If youre sad, then im sad too 

Cant beat it

There was a Yates of Cumnock scania 143 with twin stacks making a lot of noise and reek too, very impressed


----------



## turbom (Feb 17, 2013)

Even more so when there pushing down on the exhaust brake.

a 143 v8 is what i would like for a toy if i had the money & space.

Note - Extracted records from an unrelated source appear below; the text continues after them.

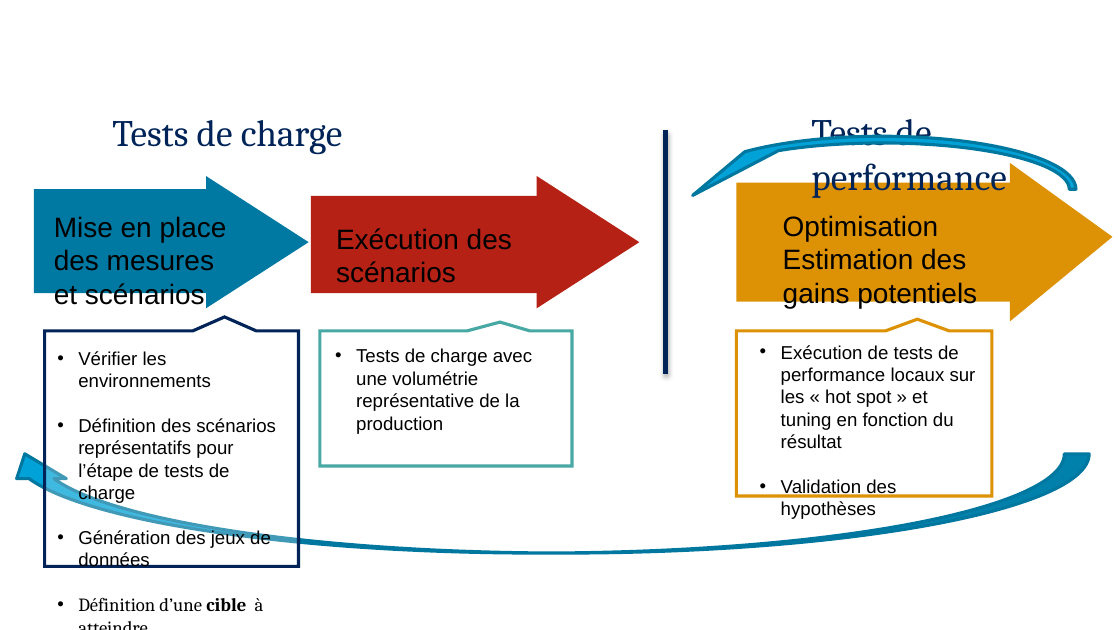
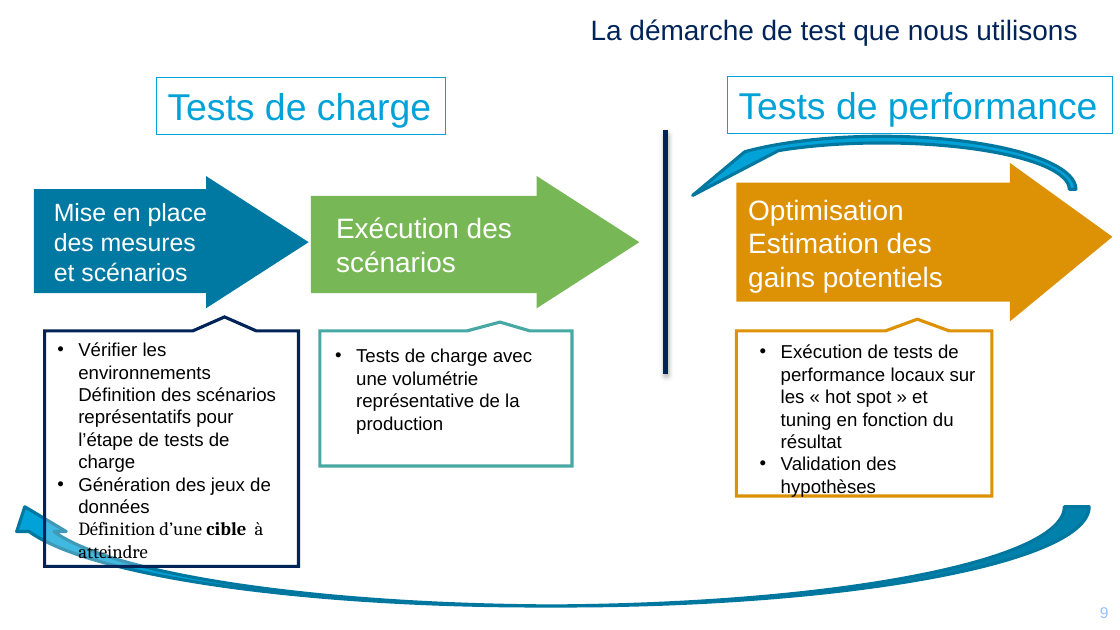
Before and after one commit to mikrob/perfuniversity, a slide deck: slide 9 of PerfUniversity.pptx. Drawn at 1120x630 pixels with LibreOffice and Linux fonts; fonts in the diff are those of the drawing; background and template pictures are left out. Boxes give left, top, right and bottom in pixels: in the first picture for what was removed or moved away, otherwise in the second. Text is boxed around its words. In the diff, an @@ line names an element or a change of style, - is before the commit and + after.

```diff
--- a/PerfUniversity.pptx
+++ b/PerfUniversity.pptx
@@ title added at bbox=[591, 19, 1077, 45], 18 pt, text #002458 @@
+La démarche de test que nous utilisons
@@ rectangle "Tests de charge" at bbox=[157, 77, 446, 133]: font Cambria to Arial, text colour #002458 to #00A2D8; outline none to #00A2D8 0.75 pt @@
@@ rectangle "Tests de charge": place and size @@
-rectangle "Tests de charge" at bbox=[112, 120, 343, 155]
+rectangle "Tests de charge" at bbox=[157, 77, 446, 133]
@@ rectangle "Tests de performance": place and size @@
-rectangle "Tests de performance" at bbox=[811, 119, 1007, 199]
+rectangle "Tests de performance" at bbox=[728, 77, 1113, 133]
@@ rectangle "Tests de performance" at bbox=[728, 77, 1113, 133]: font Cambria to Arial, text colour #002458 to #00A2D8; outline none to #00A2D8 0.75 pt @@
@@ triangle at bbox=[536, 176, 640, 308]: fill #B52115 to #78B755 @@
@@ text "Mise en place des mesures ...": place and size @@
-text "Mise en place des mesures ..." at bbox=[54, 216, 227, 309]
+text "Mise en place des mesures ..." at bbox=[54, 203, 207, 282]
@@ text "Mise en place des mesures ..." at bbox=[54, 203, 207, 282]: size 18 to 16 pt, text colour #000000 to #FFFFFF @@
@@ rectangle at bbox=[311, 196, 545, 293]: fill #B52115 to #78B755 @@
@@ text "Exécution des scénarios": place and size @@
-text "Exécution des scénarios" at bbox=[336, 228, 512, 283]
+text "Exécution des scénarios" at bbox=[336, 217, 512, 273]
@@ text "Exécution des scénarios" at bbox=[336, 217, 512, 273]: text colour #000000 to #FFFFFF @@
@@ text "Optimisation" at bbox=[748, 199, 943, 292]: text colour #000000 to #FFFFFF @@
@@ text "Optimisation": place and size @@
-text "Optimisation" at bbox=[783, 215, 977, 308]
+text "Optimisation" at bbox=[748, 199, 943, 292]
@@ text at bbox=[78, 342, 276, 563]: text changed @@
-• Vérifier les environnements
-• Définition des scénarios représentatifs pour l’étape de tests de charge
-• Génération des jeux de données
-• Définition d’une cible à atteindre
+• Vérifier les environnements
+  Définition des scénarios représentatifs pour l’étape de tests de charge
+• Génération des jeux de données
+  Définition d’une cible à atteindre
@@ text "Exécution de tests de performance ..." rewrapped from bbox=[781, 345, 976, 519] to bbox=[781, 344, 976, 497] @@
@@ curved up arrow: place and size @@
-curved up arrow at bbox=[0, 454, 1089, 553]
+curved up arrow at bbox=[0, 507, 1089, 607]
@@ page number added at bbox=[877, 598, 1110, 629], 10 pt, text #FFFFFF @@
+9
@@ page number added at bbox=[886, 597, 1119, 628], 10 pt, text #96C1FF @@
+9
```
Also in this commit, not shown: 39 other slides changed, 5 slides added, 1 slide removed, 5 other files.
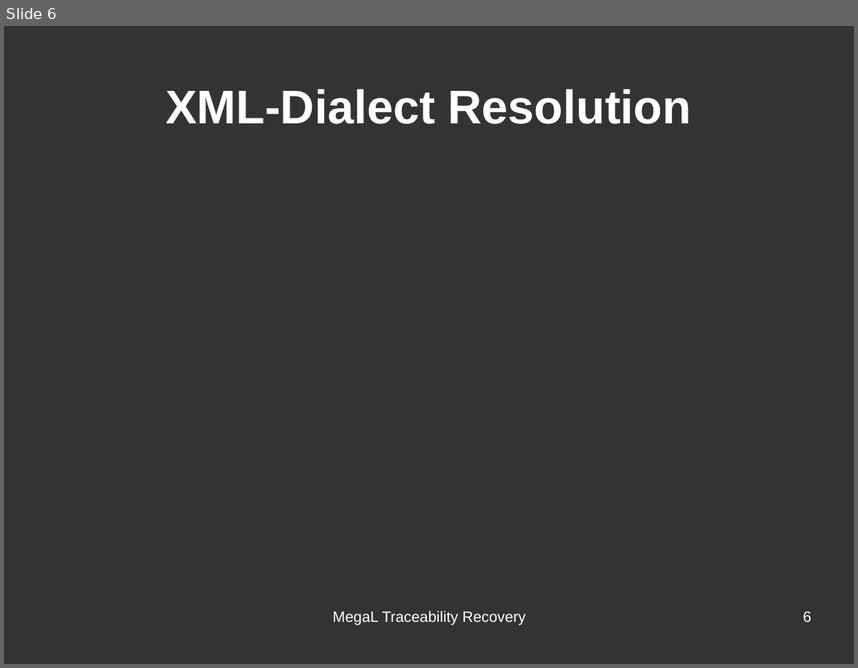
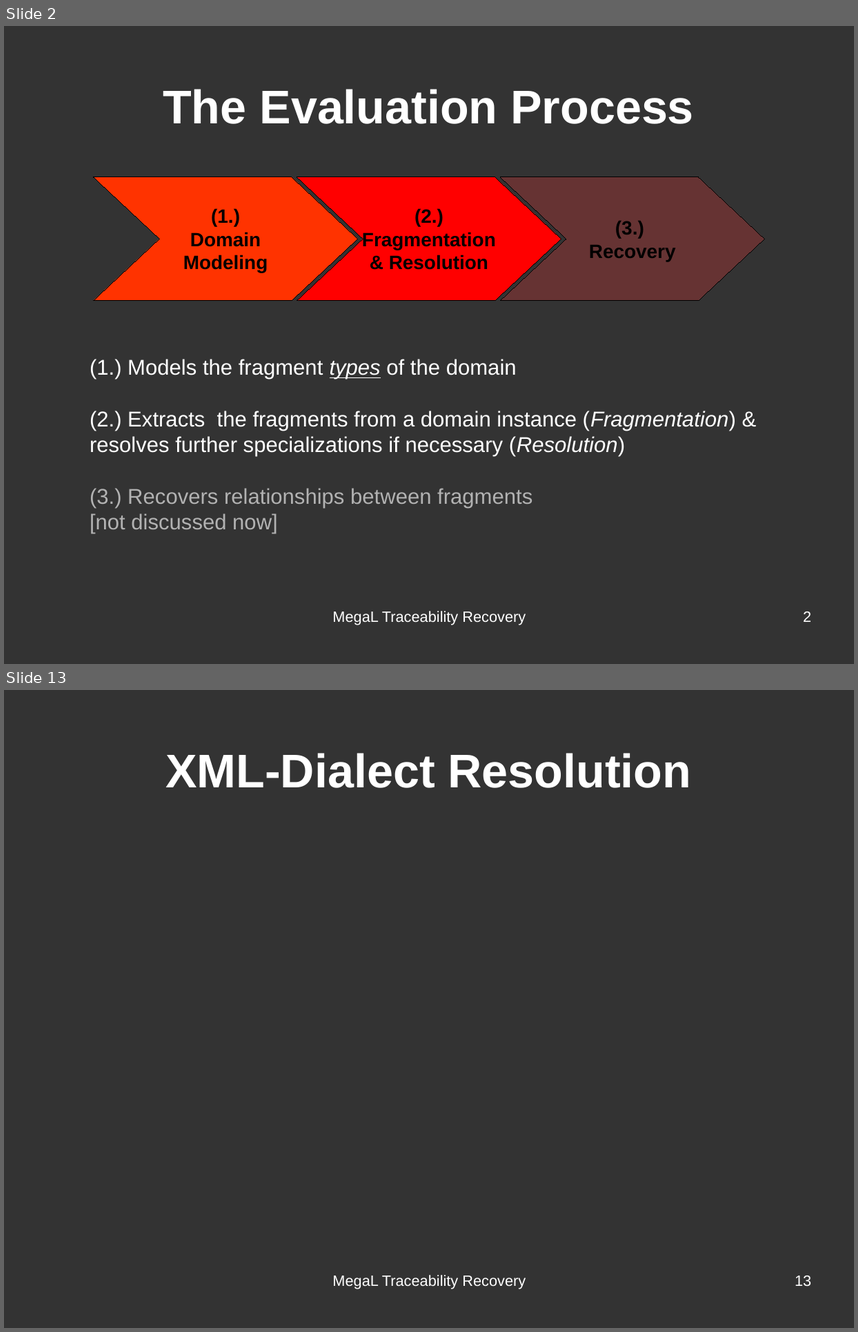
Before and after one commit to hayasam/megal-tr, a slide deck: slides/meeting-2016-06-28/meeting-2016-06-28.odp. Shown one above the other, each under a label of ours: slide 6 before the commit, slides 2 and 13 after it; the slides between them are not shown. The pictures are 858x668 and 858x1332 pixels, drawn with LibreOffice and Linux fonts; fonts in the diff are those of the drawing. Boxes give left, top, right and bottom in pixels: in the first picture for what was removed or moved away, otherwise in the second. Text is boxed around its words. In the diff, an @@ line names an element or a change of style, - is before the commit and + after.

```diff
--- a/slides/meeting-2016-06-28/meeting-2016-06-28.odp
+++ b/slides/meeting-2016-06-28/meeting-2016-06-28.odp
@@ slide 2 added at box(4, 26, 854, 664), background #333333 @@
@@ title added at box(163, 89, 694, 124), 44 pt, text #FFFFFF, bold @@
+The Evaluation Process
@@ freeform shape added at box(94, 177, 358, 301), fill #FF3300, outline #000000 0 pt, 18 pt, text #000000, bold @@
+(1.)
+Domain
+Modeling
@@ freeform shape added at box(297, 177, 562, 301), fill #FF0000, outline #000000 0 pt, 18 pt, text #000000, bold @@
+(2.)
+Fragmentation
+& Resolution
@@ freeform shape added at box(501, 177, 765, 301), fill #663333, outline #000000 0 pt, 18 pt, text #000000, bold @@
+(3.)
+Recovery
@@ text added at box(90, 359, 736, 533), 20 pt, text #FFFFFF @@
+(1.) Models the fragment types of the domain
+(2.) Extracts the fragments from a domain instance (Fragmentation) & resolves further specializations if necessary (Resolution)
+(3.) Recovers relationships between fragments
+[not discussed now]
@@ text added at box(332, 610, 526, 625), 14 pt, text #FFFFFF @@
+MegaL Traceability Recovery
@@ page number added at box(803, 611, 811, 621), 14 pt, text #FFFFFF @@
+2
@@ what was slide 6 is now slide 13 @@
@@ page number at box(795, 1275, 811, 1285): text changed @@
-6
+13
```
Also in this commit, not shown: 6 slides changed, 6 other slides added, 12 other files.

There is a nice v8 scania 144 i think that pulls containers out of felixstowe that has side pipes!!!!!!!!!!!! OOOOFFFFFFF!!!! hes an owner driver and scania fan too...


----------



## turbom (Feb 17, 2013)

Any pics of the fh???


----------



## Tank. (Dec 26, 2011)

Yea im a bit of a scanny fan myself, was showing this off, much to the amusement of other scanny drivers last weekend









Here's a couple good pics of the restoration, thing was stunning, sadly the airbag for the lift axle burst on the way to the show but got changed on the Sunday afternoon. Lads were underneath polishing the chassis and all sorts, the durabrites got powdercoated. Think they woulda suited being left as they were.


----------



## turbom (Feb 17, 2013)

Nice one..

I cant beleave its neigh on 20 years old the fh.Seems only yesterday they were new my dad drove a fh12 globetrotter with centre lift axle unusal to see rear lift axle.


----------



## Kerr (Mar 27, 2012)

I passed quite a few of the lorries on the way back up to Aberdeen on Sunday night.

I couldn't help notice how good tyre dressing they all had!


----------



## turbom (Feb 17, 2013)

Proburally white lettered too..


----------



## Tank. (Dec 26, 2011)

Copious amounts of highstyle used


----------